В тоненькую папку, приобщенную к материалам «Операции Вихрь» — по выявлению способов, времени и лиц, ответственных за уничтожение Кракова, — были вложены характеристики: на Леонова Андрея Федоровича, русского, родившегося в Днепропетровске в 1917 году, холостого, члена ВКП(б) с 1939 года; Исаева Александра Максимовича, русского, холостого, родившегося во Владивостоке в 1923 году, члена ВКП(б) с 1943 года; Лебедеву Евгению Сергеевну, русскую, 1924 года рождения, члена ВЛКСМ, незамужнюю, родившуюся в гор. Тайшете, Красноярского края.
Здесь же хранились тексты автобиографий разведчиков, разработанные для внедрения и легализации, а также на случай провала.
Следующие три листочка бумаги были написаны от руки.
«Я, Леонов Андрей Федорович, майор Красной Армии, прошу причитающийся мне оклад переводить моим родителям по адресу: Астрахань, Абхазская, 56, Леоновым Федору Федоровичу и Тамаре Михайловне».

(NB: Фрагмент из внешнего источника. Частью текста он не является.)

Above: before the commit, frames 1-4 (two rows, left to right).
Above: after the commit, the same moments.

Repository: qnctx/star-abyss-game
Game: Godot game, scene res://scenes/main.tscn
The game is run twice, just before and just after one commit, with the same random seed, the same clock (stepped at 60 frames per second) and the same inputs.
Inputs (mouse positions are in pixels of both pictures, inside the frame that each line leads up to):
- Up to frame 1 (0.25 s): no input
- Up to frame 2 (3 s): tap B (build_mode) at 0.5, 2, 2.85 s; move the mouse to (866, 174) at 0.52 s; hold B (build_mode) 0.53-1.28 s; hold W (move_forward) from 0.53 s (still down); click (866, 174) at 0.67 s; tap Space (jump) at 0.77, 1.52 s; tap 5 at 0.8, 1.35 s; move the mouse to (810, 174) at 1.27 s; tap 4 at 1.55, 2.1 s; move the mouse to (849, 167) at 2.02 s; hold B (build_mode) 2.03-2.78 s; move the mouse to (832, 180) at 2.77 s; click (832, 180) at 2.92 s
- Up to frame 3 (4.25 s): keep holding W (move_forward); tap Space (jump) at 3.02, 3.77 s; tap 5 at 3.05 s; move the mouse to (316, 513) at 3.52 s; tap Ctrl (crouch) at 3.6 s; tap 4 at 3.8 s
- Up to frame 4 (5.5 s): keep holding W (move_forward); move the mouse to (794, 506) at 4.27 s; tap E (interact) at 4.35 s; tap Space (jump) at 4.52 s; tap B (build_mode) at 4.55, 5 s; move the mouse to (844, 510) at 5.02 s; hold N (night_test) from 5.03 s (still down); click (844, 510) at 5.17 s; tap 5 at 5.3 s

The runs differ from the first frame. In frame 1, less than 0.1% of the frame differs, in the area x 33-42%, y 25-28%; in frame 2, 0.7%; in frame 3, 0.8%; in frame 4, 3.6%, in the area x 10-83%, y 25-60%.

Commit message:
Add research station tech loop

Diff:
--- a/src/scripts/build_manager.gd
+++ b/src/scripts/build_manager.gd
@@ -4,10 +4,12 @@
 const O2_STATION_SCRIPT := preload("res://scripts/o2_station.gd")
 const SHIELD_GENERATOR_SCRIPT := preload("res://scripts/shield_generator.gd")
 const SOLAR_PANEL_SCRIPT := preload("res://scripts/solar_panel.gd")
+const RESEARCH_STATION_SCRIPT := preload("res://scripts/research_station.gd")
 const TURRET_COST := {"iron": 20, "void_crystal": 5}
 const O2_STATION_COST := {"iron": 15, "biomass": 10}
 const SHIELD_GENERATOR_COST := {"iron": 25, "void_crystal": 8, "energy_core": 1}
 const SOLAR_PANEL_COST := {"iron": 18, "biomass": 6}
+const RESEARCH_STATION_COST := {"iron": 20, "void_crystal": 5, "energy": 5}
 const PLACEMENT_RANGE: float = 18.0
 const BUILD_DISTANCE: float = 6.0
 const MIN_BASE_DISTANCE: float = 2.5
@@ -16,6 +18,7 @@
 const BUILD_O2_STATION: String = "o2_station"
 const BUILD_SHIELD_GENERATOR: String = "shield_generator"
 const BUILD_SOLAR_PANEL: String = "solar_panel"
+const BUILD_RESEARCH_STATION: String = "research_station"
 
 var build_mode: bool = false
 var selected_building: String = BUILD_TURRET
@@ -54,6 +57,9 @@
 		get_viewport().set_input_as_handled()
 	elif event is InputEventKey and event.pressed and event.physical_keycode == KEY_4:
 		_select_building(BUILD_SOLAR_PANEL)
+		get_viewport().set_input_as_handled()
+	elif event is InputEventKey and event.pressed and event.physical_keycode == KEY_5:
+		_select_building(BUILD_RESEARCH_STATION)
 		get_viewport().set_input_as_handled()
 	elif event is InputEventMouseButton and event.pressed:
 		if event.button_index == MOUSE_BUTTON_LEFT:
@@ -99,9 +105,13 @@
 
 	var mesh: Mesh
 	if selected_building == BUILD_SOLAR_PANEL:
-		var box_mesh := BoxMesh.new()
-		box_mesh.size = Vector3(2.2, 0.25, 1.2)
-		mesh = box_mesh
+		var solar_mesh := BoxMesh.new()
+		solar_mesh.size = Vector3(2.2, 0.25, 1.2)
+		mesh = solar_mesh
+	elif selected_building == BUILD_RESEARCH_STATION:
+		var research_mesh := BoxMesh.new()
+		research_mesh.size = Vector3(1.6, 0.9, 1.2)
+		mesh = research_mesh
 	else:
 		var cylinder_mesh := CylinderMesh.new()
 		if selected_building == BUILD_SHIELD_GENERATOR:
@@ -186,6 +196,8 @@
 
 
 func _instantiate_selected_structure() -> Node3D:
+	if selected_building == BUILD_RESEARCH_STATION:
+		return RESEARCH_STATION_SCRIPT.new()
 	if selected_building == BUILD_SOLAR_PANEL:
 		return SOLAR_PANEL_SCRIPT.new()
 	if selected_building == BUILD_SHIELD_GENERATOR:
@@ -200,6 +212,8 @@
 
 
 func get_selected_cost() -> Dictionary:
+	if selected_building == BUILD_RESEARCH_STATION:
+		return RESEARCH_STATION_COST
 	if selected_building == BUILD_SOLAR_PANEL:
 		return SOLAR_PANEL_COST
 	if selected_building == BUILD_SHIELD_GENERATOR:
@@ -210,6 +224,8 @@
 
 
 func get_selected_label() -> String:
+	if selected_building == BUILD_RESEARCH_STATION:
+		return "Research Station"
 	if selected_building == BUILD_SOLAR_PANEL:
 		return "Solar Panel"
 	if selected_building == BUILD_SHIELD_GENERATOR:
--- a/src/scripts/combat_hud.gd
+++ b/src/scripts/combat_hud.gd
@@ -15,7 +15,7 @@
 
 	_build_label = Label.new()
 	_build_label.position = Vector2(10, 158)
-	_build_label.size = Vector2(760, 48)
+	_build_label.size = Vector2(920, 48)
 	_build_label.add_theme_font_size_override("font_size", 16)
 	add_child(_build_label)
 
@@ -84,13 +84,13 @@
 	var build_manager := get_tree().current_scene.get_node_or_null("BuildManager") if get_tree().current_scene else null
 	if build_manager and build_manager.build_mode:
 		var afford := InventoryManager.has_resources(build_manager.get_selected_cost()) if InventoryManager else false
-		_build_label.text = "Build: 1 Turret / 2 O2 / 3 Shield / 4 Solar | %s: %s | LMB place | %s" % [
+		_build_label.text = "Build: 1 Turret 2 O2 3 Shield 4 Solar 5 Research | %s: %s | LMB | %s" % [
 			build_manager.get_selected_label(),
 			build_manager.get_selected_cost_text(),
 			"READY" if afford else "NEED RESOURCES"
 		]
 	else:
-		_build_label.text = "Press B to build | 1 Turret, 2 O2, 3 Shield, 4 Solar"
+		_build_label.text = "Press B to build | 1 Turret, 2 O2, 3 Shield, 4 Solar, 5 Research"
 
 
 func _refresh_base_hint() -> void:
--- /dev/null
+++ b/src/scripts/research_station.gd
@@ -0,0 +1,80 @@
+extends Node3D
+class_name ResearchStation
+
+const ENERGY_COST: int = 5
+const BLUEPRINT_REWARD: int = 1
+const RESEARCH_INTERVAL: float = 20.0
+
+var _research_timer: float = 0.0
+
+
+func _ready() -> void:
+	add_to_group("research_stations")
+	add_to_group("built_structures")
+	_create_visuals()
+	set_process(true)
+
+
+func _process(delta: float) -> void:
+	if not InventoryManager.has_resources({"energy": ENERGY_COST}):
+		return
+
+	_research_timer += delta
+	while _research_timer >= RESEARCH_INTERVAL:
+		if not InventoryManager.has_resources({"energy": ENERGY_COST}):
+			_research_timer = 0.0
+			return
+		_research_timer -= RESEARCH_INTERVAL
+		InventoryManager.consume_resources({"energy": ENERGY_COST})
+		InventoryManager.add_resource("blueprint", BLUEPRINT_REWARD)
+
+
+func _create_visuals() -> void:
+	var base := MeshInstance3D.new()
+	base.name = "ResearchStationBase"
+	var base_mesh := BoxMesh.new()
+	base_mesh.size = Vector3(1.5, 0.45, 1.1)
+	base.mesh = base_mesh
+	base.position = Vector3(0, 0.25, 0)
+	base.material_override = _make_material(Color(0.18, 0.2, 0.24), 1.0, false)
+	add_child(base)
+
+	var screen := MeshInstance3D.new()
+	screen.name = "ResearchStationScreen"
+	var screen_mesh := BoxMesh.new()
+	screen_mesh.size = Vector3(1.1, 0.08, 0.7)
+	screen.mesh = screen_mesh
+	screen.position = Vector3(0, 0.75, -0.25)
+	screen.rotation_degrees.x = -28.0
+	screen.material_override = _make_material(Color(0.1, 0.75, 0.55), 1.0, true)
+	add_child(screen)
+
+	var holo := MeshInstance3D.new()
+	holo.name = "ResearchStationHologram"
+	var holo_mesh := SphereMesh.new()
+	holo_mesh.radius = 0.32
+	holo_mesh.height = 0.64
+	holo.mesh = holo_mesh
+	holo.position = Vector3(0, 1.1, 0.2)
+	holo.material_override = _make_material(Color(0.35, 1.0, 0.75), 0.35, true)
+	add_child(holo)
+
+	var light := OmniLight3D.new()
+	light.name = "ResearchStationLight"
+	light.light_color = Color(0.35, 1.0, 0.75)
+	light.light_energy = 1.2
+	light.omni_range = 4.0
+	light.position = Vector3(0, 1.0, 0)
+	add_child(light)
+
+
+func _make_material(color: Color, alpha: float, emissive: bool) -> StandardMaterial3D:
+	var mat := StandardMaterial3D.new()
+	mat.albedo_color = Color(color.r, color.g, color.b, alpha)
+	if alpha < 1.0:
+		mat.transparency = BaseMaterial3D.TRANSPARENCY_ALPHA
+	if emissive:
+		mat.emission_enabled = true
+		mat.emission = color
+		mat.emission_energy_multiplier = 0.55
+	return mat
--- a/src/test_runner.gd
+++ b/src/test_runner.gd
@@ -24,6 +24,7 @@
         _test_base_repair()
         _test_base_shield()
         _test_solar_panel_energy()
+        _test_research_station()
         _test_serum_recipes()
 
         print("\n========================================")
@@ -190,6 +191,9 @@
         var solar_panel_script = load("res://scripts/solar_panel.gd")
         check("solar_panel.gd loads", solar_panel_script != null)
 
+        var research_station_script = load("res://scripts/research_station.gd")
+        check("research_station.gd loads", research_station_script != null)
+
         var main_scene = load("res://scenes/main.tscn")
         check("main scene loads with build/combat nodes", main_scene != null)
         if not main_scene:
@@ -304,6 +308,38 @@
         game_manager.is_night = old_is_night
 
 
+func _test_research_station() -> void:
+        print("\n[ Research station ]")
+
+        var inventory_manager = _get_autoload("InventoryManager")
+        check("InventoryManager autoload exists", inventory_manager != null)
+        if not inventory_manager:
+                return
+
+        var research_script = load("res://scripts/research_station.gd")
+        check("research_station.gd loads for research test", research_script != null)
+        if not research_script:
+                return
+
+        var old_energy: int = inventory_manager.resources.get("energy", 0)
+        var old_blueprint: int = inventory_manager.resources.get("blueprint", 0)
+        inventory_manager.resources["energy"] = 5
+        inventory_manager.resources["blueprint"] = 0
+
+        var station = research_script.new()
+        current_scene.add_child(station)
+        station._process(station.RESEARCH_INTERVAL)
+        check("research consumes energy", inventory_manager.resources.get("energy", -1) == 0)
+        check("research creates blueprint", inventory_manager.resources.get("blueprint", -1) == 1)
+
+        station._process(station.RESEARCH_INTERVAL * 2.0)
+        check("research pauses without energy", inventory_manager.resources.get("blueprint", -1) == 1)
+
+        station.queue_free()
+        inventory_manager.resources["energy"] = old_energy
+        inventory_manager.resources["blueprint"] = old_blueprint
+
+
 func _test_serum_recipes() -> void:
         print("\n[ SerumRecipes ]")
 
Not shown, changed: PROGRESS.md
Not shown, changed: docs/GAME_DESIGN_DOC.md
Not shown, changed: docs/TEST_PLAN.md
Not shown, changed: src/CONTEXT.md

«Я, Исаев Александр Максимович, старший лейтенант Красной Армии, прошу причитающийся мне оклад переводить моей матери Гаврилиной Александре Николаевне по адресу, имеющемуся в моем личном деле».
«Я, Лебедева Евгения Сергеевна, младший лейтенант Красной Армии, прошу переводить мой оклад на сберегательную книжку, так как родственников после смерти родителей не имею. Сберкнижку прилагаю».
И последняя:
«Сегодня, 8 июня 1944 года, в 23 часа 45 минут в квадрате 57 произведен сброс трех парашютистов. В связи с низкой облачностью и сильным ветром возможно небольшое отклонение от заданного района.
Капитан Родионов».
Летчик Родионов был прав в том, что облачность была низкой, а ветер сильным. Он был неправ в другом: отклонение от заданного района вышло очень большим. Группа выбросилась в семидесяти пяти километрах от заданного места приземления. Ветер расшвырял парашютистов в разные стороны. На белые огоньки Ани никто не отвечал ни красным, ни зеленым перемигиванием. Земля была не по-летнему холодной. Лужи пузырились дождевыми нарывчиками. В лесу пахло осенними листьями. Где-то вдали выли собаки. Аня закопала парашют, комбинезон и рацию, после причесалась, вымыла руки в луже и пошла на север.
«Вихрь», он же Попко
Под утро Вихрь выбрался на шоссе. На асфальте лежала молочная роса, будто первый осенний заморозок. Облака поднялись и теперь уже не разрывались, как ночью, натыкаясь на верхушки деревьев. Было очень тихо, как бывает в рассветные мгновения, когда ночь еще пытается противоборствовать утру.
Вихрь шел вдоль дороги, по мелколесью. Мокрые листья мягко касались его лица, и он каждый раз улыбался. Отец сажал деревья на их участке вокруг дома. Он откуда-то привез саженцы американского ореха — широколистого, изумительной красоты дерева. Когда два саженца принялись и бурно пошли вверх и вширь, отец, возвращаясь домой, останавливался и здоровался с орехами, как с людьми, осторожно пожимая их большие листья. Если кто-то видел, как он пожимал листья, словно руки людей, отец делал вид, что щупает листья, а если его никто не видел, он подолгу стоял, тихо и ласково разговаривая с деревьями. То дерево, которое было шире и ниже, считалось у него женщиной, а длинное, выросшее как-то на один бок — мужчиной. Вихрь несколько раз слышал, как отец разговаривал с деревьями, спрашивал их про жизнь, сетовал на свою и слушал подолгу, что они ему отвечали шумом своей листвы.
Думал Вихрь сейчас о том, что случилось этой ночью с его товарищами. Он перебирал все возможные варианты: самые худшие сначала, а потом, постепенно, самые благоприятные для членов его группы.
«Видимо, нас разбросал ветер, — думал Вихрь. — Стрельбу я должен был бы услыхать, потому что они прыгали первыми, а ветер был на меня».
Он остановился — толчком — и замер. Впереди асфальт был перегорожен двумя рядами колючей проволоки, подходившей вплотную к полосатому пограничному шлагбауму. Вдоль шлагбаума ходил немецкий часовой. На опушке леса стояла сторожевая будка. Из трубы валил синий дым — клубами, ластясь к земле: видимо, растапливали печку.
Несколько мгновений Вихрь стоял, чувствуя, как все тело его сводит тяжелое, постепенное, пробуждающееся напряжение. Потом медленно, словно зверь, он стал приседать. Он знал лес. Еще мальчишкой он понял, что нет ничего более заметного в лесу, как резкое движение. Зверь бежит через чащобу, и его видно, но вот он замер — и исчез. Исчез до тех пор, пока снова не выдаст себя движением.